# Prove that $G'$ is not planar.

Let $$G$$ simple connected graph on $$n$$ vertices and assume that both $$G$$ and $$G'$$(complement) are planar.

$$m$$ and $$m'$$ be the number of edges in $$G$$ and $$G$$.

$$m+m'$$ $$=$$ $$n(n-1)/2$$

$$m, m'$$ $$≤ 3n − 6$$

$$m+m' ≤6n−12$$

$$n(n−1)/2 =m+m' ≤6n−12$$

$$⇒$$ $$n^2 −13n+24≤0$$ $$⇒$$ $$n<11$$.

Would this be a correct solution?

I have also noticed this only works for connected graphs so I was wondering how would I expand it to disconnected graphs?

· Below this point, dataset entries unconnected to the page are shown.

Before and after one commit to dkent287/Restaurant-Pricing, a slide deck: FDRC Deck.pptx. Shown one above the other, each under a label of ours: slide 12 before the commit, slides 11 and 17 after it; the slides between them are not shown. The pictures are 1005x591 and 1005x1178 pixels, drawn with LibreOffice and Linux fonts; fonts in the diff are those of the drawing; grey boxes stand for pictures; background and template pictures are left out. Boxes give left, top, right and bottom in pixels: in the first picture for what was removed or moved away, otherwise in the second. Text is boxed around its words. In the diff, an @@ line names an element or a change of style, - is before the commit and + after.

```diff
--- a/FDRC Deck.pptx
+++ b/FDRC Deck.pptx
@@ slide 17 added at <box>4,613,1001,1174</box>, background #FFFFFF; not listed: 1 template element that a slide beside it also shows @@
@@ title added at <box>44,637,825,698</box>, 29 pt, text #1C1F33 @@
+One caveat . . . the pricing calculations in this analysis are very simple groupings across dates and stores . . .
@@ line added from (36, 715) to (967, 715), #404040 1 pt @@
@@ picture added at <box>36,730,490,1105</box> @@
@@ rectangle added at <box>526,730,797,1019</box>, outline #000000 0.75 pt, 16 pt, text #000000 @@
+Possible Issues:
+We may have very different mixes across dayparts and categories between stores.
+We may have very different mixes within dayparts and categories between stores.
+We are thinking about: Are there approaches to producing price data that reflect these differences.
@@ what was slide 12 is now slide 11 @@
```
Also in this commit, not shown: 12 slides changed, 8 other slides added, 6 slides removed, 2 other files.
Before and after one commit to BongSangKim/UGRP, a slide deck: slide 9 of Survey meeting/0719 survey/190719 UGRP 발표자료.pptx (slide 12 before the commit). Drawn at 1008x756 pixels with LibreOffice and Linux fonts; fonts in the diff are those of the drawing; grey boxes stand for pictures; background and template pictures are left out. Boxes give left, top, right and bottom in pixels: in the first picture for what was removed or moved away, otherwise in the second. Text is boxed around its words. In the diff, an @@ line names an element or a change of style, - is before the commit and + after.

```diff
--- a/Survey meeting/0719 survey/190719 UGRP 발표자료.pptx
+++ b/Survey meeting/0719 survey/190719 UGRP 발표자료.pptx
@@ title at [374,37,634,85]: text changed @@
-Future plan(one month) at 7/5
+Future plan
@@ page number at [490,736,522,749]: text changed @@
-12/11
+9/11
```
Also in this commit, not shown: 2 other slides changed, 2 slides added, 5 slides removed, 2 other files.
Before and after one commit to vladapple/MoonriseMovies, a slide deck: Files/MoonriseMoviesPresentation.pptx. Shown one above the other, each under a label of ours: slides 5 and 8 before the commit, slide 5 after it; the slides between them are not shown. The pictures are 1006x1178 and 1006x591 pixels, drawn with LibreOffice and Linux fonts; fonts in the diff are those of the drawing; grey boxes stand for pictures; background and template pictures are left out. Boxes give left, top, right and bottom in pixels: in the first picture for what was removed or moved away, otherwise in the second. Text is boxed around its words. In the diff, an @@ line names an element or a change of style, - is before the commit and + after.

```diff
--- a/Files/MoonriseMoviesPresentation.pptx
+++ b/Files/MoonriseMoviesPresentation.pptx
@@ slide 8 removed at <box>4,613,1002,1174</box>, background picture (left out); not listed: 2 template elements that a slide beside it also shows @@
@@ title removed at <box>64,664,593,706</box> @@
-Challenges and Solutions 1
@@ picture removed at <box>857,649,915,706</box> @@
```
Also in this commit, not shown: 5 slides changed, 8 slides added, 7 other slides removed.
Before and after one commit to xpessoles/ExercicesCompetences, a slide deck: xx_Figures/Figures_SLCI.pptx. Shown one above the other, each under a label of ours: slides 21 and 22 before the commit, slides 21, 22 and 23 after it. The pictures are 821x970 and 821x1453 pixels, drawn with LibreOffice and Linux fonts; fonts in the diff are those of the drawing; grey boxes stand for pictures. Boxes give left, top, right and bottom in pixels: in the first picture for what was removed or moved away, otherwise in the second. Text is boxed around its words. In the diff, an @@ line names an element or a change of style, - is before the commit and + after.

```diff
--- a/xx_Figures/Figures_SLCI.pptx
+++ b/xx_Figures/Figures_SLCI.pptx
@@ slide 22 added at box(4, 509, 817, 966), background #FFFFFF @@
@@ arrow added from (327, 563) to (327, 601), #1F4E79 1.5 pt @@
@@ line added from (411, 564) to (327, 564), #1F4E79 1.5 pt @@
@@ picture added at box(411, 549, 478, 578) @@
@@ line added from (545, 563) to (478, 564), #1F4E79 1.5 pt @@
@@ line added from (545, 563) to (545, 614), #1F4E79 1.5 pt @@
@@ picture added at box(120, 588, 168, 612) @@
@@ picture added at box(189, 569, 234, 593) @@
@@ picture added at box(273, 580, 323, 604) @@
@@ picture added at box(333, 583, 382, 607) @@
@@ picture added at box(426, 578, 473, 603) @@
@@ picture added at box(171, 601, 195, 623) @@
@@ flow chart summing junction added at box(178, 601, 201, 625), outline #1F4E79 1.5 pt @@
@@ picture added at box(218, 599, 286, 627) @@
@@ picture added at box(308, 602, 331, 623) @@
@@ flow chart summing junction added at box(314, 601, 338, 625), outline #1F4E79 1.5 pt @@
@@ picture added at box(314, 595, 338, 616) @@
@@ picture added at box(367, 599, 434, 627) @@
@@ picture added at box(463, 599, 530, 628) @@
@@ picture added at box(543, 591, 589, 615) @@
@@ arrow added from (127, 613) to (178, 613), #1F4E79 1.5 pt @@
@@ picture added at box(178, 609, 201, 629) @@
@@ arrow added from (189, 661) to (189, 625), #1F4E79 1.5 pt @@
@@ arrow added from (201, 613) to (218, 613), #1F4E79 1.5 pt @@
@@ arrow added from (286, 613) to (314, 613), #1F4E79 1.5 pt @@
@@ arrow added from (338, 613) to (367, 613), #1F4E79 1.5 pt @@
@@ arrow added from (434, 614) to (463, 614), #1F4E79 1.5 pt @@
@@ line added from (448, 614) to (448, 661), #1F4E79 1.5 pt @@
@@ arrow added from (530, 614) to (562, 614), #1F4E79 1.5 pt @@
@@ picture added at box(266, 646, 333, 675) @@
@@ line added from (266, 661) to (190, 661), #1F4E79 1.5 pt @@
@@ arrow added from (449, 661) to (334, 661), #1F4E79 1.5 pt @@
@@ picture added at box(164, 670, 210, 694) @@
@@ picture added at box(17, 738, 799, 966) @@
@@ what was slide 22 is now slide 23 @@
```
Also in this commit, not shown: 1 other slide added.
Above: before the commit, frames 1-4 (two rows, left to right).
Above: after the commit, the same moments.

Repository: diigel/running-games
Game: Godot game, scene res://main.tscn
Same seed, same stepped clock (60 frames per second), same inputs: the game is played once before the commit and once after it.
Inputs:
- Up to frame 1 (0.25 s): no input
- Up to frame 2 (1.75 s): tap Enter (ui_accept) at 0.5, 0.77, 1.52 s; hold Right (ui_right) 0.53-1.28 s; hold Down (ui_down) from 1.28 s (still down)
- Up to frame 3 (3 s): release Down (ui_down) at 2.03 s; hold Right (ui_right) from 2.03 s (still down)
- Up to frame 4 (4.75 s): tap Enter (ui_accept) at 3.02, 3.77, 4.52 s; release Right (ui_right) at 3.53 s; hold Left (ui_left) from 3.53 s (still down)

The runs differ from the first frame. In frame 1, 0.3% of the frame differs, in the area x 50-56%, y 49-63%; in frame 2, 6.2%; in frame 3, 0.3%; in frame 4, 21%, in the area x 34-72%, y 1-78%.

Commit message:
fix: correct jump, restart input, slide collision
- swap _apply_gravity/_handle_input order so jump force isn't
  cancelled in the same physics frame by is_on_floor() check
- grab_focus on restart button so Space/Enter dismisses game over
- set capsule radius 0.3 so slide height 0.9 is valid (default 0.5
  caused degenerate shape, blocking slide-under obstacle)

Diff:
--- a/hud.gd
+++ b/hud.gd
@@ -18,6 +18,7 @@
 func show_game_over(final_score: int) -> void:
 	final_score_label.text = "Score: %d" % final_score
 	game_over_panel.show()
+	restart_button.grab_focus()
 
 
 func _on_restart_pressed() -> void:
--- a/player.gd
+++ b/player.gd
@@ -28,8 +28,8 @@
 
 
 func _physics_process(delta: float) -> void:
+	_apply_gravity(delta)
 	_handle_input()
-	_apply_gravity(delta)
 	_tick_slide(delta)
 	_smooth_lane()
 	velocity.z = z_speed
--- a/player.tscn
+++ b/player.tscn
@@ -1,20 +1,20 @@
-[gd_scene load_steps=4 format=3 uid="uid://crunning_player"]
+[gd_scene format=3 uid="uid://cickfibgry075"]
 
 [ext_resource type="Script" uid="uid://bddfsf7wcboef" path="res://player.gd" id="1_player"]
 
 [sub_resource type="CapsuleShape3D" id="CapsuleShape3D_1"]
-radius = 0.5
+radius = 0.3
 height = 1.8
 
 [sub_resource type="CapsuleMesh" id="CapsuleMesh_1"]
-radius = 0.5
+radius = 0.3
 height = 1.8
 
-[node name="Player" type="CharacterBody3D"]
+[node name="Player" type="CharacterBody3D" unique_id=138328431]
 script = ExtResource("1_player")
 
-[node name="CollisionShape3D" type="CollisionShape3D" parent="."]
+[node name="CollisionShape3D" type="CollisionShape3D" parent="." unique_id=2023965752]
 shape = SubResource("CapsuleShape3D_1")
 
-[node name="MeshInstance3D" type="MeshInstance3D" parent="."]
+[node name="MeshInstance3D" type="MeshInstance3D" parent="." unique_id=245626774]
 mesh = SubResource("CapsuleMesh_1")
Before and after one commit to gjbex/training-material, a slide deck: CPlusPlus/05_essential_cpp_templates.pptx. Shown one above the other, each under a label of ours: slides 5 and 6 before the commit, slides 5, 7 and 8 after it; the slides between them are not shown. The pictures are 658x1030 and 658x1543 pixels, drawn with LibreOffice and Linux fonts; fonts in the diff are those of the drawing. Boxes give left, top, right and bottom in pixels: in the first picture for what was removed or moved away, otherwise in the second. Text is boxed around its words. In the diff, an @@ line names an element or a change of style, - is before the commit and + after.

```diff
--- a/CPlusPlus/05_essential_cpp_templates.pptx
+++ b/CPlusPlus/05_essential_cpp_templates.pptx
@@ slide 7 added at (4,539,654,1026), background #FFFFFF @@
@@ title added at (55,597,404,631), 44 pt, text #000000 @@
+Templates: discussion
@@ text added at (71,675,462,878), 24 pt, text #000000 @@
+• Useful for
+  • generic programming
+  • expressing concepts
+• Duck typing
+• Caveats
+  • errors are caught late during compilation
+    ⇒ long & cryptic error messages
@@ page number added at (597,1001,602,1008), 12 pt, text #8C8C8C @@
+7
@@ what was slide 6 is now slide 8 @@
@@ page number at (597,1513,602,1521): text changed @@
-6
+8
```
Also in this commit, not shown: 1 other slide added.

Any help would be really appreciated.

• MathJax works in the title section too :) – Shaun Mar 2 at 21:14
• @Shaun thank you for that! I will make the change:) – Hidaw Mar 2 at 21:30

This is ok. This works fine even for non connected graph. The formula $$m\leq 3n-6$$ is not restricted to connected graphs.
Edit The formula is true for connected or non connected graphs. Suppose that $$G$$ is a planar graph ($$m$$ edges, $$n$$ vertices), disconnected, with two connected component $$G_1$$ and $$G_2$$ with $$m_1$$ and $$m_2$$ edges, on $$n_1$$ and $$n_2$$ vertices. So that $$m=m_1+m_2$$ and $$n=n_1+n_2$$
Each graph $$G_1$$ and $$G_2$$ is planar. Take a vertice $$v_1$$ on the outer face of $$G_1$$ and $$v_2$$ on the outer face of $$G_2$$. Add an edge between $$v_1$$ and $$v_2$$, creating a planar connected graph with $$m_1+m_2+1$$ edges, on $$n_1+n_2$$ vertices. Therefore, using Euler's formula : $$m_1+m_2+1\leq 3(n_1+n_2) - 6$$ And $$m\leq 3n-7$$ In fact you can prove that if $$G$$ is made of $$k$$ connected components : $$m\leq 3n-5-k$$ The formula is even stronger for non-connected graph.